In October 2014, two cases of caecal cancer were detected in patients who had recently undergone a colonoscopy, but were not diagnosed at that time. Both those patients had been screened by the same endoscopist.
Agreement was reached between the hospital, BowelScreen, and the consultant that, until reviews of the cases were undertaken, the consultant would stop performing BowelScreen colonoscopies.
All BowelScreen colonoscopy reports since the programme commenced were also reviewed.
That review revealed that there was no evidence the caecum — a pouch at the beginning of the large intestine — was reached in roughly 30% of the consultant’s screening colonoscopies, the area where the cancer had been detected in the two patients.

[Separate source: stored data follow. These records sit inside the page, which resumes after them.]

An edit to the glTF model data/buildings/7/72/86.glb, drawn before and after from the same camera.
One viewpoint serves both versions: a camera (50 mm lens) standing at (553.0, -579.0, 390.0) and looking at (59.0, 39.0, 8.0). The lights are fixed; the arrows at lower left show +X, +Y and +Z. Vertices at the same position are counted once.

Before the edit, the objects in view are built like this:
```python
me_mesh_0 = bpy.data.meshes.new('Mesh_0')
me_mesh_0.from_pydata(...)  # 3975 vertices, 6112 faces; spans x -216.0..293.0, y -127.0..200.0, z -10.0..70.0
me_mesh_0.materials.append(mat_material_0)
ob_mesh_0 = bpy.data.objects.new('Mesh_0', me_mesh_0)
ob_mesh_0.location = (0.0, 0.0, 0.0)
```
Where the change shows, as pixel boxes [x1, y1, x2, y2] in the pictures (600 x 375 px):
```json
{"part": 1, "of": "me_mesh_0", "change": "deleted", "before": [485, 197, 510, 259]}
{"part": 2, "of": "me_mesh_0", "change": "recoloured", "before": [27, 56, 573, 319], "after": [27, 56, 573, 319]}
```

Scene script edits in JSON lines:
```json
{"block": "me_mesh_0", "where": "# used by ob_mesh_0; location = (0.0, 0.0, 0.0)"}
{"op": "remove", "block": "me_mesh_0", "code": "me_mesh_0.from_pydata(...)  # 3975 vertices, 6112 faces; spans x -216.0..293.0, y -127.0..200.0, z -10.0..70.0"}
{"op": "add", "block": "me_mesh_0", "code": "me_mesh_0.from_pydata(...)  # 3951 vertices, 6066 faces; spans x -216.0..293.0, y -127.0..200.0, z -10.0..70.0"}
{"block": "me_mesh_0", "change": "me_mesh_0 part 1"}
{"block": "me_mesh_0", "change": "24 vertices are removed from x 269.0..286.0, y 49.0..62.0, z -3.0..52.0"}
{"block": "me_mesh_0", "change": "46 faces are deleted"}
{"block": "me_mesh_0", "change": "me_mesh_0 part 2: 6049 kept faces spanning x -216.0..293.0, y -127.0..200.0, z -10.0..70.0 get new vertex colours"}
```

The consultant has been on leave since 2015.
A Safety Incident Management Team (SIMT) was assembled, made up from members of BowelScreen, medical professionals, and patient focus representatives.

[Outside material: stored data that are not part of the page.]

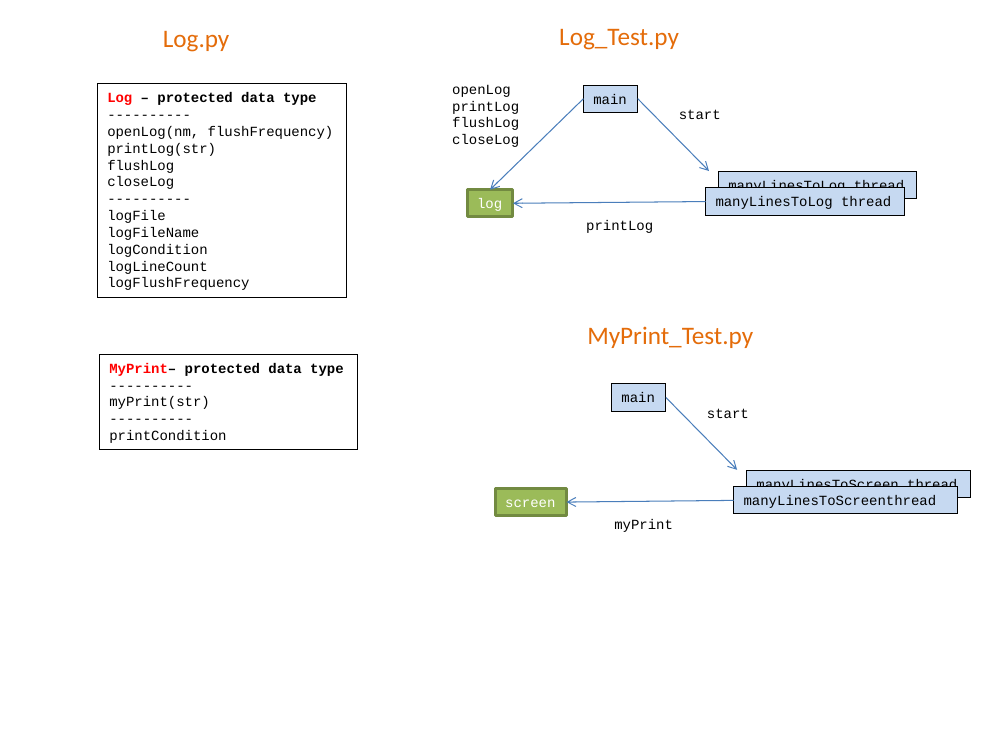
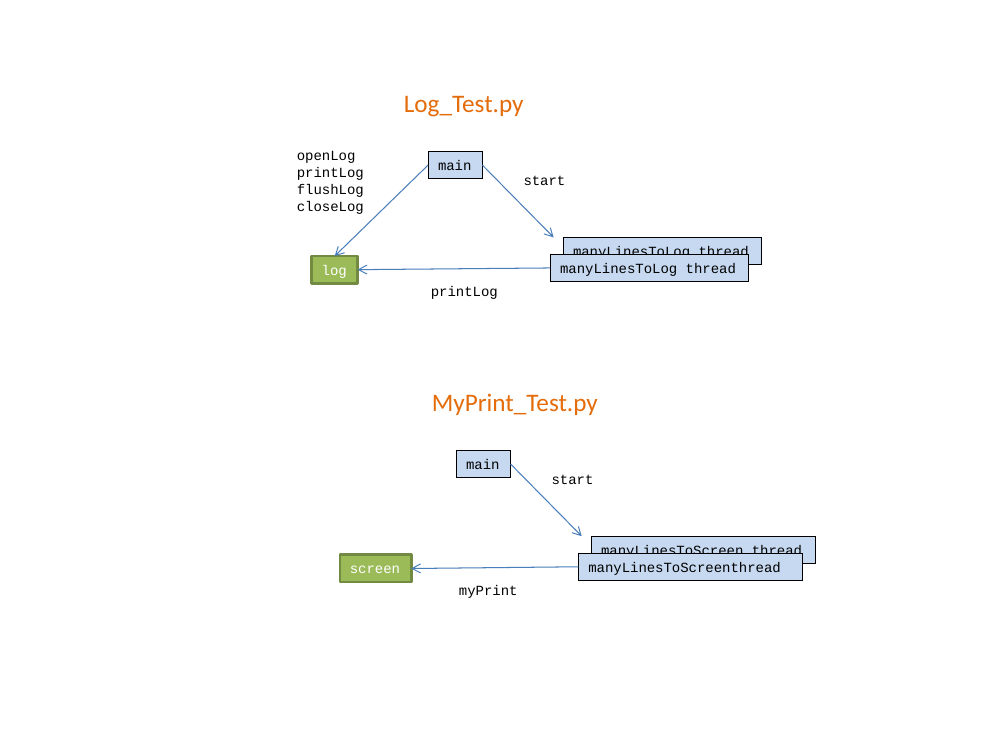
Before and after one commit to mlozborne/motin, a slide deck: slide 3 of Scripting/ScriptingDocumenation/DesignDiagrams.pptx. Drawn at 1008x756 pixels with LibreOffice and Linux fonts; fonts in the diff are those of the drawing. Boxes give left, top, right and bottom in pixels: in the first picture for what was removed or moved away, otherwise in the second. Text is boxed around its words. In the diff, an @@ line names an element or a change of style, - is before the commit and + after.

```diff
--- a/Scripting/ScriptingDocumenation/DesignDiagrams.pptx
+++ b/Scripting/ScriptingDocumenation/DesignDiagrams.pptx
@@ text removed at bbox=[163, 30, 230, 52] @@
-Log.py
@@ rectangle removed at bbox=[98, 84, 347, 297] @@
-Log – protected data type
-----------
-openLog(nm, flushFrequency)
-printLog(str)
-flushLog
-closeLog
-----------
-logFile
-logFileName
-logCondition
-logLineCount
-logFlushFrequency
@@ rectangle removed at bbox=[100, 354, 358, 449] @@
-MyPrint– protected data type
-----------
-myPrint(str)
-----------
-printCondition
@@ 8 rectangles, 7 texts, 5 arrows: place and size @@
-8 rectangles, 7 texts, 5 arrows at bbox=[452, 28, 971, 532]
+8 rectangles, 7 texts, 5 arrows at bbox=[297, 95, 815, 598]
```
Also in this commit, not shown: 5 other slides changed, 2 slides removed, 1 other file.

All colonoscopy patients under the consultant’s care between March 2013 and November 2014 and their GPs were contacted.
A total of 615 patients were recalled, 401 of whom, following review, were deemed necessary to have a repeat colonoscopy which were carried out at St Vincent’s University Hospital and the Mater Misericordiae University Hospital in Dublin, as well as Wexford General Hospital.
The re-tests detected 13 cancers, including the case of one man who died before the “lookback” began.
In addition to those patients diagnosed with cancer, a number of patients were referred for surgical removal of polyps, which were subsequently found to be benign, or were placed on appropriate surveillance.
“The clinical subgroup of the SIMT for this lookback has categorised all cancers detected as ‘probable missed’,” said the HSE.
A 70-page report on the review and its 10 recommendations had been given to patients and their families in the last couple of days before being published.
Those recommendations include that the endoscopy service must develop a competency framework and that, until an appropriate national framework has been agreed, “BowelScreen should continually review/update appropriate methods of assurance regarding competency in endoscopy from individual endoscopists before participation in the BowelScreen programme”.
It also says the quality of BowelScreen and symptomatic endoscopy activity should be audited at unit and individual endoscopist level and that each unit should be held accountable for local audits.
In relation to the Wexford incidents, a spokesperson said: “The HSE is assured that services are operating to a high standard, but given the gravity and scale of this incident, the HSE is commissioning an external expert to review the quality assurance measures put in place and the overall management of the incident.”